─── Given records ───

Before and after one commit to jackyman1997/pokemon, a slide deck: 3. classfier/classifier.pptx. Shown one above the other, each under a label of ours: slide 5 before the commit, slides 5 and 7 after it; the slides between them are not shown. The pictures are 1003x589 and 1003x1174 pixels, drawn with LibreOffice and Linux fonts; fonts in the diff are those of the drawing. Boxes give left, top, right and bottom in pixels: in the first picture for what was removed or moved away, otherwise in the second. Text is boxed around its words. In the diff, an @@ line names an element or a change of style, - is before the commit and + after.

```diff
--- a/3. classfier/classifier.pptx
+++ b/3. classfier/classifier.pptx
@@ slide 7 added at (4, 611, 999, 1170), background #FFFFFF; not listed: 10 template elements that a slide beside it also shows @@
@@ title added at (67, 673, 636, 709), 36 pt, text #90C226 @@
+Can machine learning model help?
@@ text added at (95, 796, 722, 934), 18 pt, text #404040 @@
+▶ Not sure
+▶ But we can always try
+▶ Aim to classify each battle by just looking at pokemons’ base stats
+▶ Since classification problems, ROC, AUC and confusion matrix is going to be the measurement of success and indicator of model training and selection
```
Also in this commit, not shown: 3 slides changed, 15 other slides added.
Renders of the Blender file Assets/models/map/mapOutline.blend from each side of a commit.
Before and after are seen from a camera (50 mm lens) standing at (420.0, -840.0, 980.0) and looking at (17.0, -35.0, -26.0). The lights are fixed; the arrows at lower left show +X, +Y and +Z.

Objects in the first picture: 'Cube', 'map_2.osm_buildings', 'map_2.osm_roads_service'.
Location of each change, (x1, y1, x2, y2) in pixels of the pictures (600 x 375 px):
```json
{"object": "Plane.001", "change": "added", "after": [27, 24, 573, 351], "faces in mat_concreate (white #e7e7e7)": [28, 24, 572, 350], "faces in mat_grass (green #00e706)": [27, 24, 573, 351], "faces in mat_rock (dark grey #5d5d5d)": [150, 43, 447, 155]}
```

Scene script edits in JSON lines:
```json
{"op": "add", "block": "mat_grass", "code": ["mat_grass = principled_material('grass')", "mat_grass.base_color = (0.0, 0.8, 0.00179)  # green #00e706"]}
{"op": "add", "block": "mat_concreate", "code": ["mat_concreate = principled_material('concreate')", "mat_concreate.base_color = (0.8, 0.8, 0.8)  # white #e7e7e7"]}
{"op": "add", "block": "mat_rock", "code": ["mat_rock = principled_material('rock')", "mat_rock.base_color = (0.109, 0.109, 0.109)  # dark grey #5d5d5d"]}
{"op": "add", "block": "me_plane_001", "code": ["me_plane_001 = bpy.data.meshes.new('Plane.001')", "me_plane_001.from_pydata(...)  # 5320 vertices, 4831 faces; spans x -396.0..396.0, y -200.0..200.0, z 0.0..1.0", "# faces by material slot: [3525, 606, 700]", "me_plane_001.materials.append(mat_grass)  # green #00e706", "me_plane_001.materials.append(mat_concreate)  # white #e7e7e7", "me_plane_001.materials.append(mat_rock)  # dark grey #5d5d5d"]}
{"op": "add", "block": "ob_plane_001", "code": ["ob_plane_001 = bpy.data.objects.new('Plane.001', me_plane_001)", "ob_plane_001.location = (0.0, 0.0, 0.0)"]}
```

───
─── Given records ───

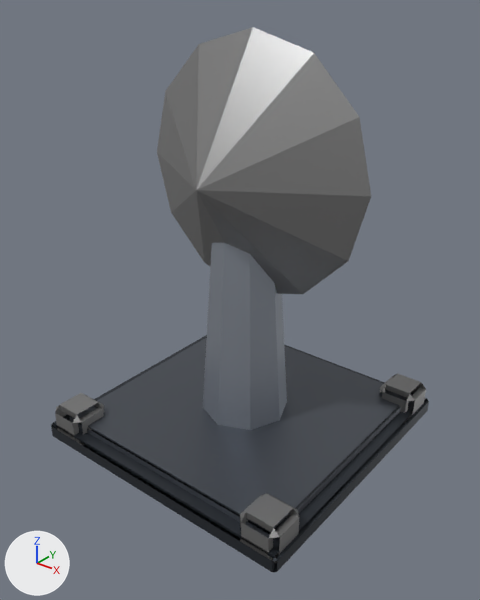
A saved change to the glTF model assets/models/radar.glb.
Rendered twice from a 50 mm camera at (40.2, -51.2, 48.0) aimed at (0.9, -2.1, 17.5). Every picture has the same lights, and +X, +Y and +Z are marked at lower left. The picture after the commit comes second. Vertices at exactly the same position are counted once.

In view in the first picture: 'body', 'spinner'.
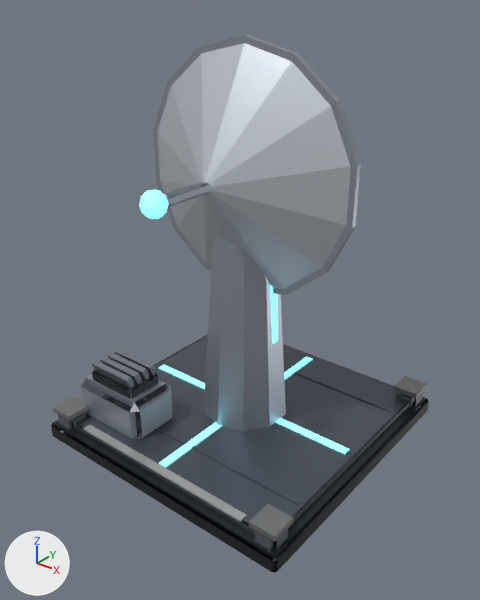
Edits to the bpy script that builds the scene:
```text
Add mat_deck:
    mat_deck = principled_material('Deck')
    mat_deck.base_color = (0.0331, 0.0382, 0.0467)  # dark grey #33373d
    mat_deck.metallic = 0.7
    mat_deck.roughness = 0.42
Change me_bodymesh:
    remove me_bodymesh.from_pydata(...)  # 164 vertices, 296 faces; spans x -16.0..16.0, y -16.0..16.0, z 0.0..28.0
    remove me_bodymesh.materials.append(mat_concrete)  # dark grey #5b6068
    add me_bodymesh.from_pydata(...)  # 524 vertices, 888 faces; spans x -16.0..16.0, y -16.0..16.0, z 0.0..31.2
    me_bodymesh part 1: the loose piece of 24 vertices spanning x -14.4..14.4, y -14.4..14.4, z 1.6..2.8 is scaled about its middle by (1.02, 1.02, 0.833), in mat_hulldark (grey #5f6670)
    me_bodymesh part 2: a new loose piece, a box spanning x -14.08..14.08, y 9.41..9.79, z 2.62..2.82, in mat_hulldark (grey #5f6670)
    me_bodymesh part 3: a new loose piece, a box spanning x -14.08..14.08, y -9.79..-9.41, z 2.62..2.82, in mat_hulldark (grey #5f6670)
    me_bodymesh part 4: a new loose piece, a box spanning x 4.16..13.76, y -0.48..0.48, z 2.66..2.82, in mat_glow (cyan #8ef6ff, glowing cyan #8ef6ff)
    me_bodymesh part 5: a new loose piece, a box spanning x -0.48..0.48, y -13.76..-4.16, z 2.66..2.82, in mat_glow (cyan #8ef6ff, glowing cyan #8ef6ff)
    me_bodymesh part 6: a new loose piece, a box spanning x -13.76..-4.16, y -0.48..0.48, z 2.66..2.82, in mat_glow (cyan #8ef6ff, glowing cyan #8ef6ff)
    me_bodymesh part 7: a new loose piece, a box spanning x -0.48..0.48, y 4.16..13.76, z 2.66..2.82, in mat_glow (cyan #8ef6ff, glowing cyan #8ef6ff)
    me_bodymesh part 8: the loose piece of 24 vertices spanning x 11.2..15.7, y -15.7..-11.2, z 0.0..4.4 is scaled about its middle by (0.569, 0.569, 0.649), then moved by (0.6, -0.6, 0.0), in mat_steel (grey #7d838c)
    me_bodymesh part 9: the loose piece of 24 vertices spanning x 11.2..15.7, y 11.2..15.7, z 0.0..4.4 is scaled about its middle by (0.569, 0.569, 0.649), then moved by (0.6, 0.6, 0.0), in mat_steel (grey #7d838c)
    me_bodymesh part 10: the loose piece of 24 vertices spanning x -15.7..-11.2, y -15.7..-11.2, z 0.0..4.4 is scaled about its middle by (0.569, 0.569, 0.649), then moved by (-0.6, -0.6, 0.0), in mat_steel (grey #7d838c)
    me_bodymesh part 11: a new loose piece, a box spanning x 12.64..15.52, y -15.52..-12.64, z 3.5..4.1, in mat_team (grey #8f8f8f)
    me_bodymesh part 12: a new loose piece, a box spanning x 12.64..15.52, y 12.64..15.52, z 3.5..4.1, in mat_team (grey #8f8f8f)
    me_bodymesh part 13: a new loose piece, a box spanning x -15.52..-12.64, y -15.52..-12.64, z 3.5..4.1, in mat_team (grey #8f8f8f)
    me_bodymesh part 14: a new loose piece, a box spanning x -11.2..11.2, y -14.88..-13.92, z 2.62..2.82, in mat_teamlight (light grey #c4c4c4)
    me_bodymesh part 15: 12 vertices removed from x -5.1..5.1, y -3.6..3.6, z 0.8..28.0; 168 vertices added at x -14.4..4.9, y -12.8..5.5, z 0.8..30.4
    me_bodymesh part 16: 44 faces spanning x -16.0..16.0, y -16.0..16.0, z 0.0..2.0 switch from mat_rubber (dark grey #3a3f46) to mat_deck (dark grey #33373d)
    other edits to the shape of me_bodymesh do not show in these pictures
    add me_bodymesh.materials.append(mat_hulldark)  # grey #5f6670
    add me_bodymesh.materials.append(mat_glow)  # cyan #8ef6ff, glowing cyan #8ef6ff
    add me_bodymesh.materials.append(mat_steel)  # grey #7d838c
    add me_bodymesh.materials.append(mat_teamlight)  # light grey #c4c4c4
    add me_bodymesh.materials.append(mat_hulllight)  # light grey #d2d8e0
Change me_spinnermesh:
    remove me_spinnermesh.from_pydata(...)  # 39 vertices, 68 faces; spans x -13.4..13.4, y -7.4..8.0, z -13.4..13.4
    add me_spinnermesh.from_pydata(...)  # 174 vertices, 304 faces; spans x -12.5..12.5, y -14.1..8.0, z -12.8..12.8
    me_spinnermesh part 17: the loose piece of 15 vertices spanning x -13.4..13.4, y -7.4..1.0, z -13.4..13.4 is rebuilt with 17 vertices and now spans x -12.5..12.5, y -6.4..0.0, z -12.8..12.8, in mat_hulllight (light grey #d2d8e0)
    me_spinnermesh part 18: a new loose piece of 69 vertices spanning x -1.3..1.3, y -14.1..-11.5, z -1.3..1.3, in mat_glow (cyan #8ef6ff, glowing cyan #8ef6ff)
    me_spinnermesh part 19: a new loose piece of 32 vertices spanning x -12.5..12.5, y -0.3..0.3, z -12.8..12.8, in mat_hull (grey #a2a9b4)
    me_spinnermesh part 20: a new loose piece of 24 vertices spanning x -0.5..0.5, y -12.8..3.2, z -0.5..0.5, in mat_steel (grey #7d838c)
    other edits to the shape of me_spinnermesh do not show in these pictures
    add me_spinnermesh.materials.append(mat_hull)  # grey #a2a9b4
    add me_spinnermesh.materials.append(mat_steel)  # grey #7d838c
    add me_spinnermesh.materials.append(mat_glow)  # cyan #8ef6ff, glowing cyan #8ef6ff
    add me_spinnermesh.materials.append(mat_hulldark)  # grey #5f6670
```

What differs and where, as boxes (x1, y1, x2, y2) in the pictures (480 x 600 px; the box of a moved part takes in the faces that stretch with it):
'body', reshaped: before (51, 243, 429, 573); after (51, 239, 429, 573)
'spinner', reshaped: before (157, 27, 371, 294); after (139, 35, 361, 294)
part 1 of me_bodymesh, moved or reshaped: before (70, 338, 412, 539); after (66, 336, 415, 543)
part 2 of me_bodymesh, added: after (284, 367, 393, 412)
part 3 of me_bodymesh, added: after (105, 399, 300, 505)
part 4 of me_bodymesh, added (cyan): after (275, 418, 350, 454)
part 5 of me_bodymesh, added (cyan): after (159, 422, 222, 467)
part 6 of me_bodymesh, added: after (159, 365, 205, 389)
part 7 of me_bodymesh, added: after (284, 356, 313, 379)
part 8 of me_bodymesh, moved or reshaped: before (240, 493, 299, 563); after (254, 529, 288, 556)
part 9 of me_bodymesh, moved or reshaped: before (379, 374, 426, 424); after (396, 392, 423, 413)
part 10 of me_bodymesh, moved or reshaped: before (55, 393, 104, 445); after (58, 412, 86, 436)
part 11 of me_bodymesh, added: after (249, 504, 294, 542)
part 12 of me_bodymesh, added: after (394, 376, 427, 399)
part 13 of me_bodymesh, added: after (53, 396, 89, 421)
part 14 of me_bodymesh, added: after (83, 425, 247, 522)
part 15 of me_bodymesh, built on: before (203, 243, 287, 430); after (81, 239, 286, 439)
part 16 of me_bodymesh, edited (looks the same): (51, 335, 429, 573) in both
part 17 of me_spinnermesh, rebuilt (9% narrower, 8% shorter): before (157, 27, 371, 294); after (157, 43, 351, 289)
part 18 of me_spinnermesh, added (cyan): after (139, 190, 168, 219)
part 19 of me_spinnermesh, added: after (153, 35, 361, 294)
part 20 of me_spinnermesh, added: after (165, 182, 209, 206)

───

**Task item:** The answer should be one number: how many lines in the listing above contain "same".

**Answer for this exercise:** 2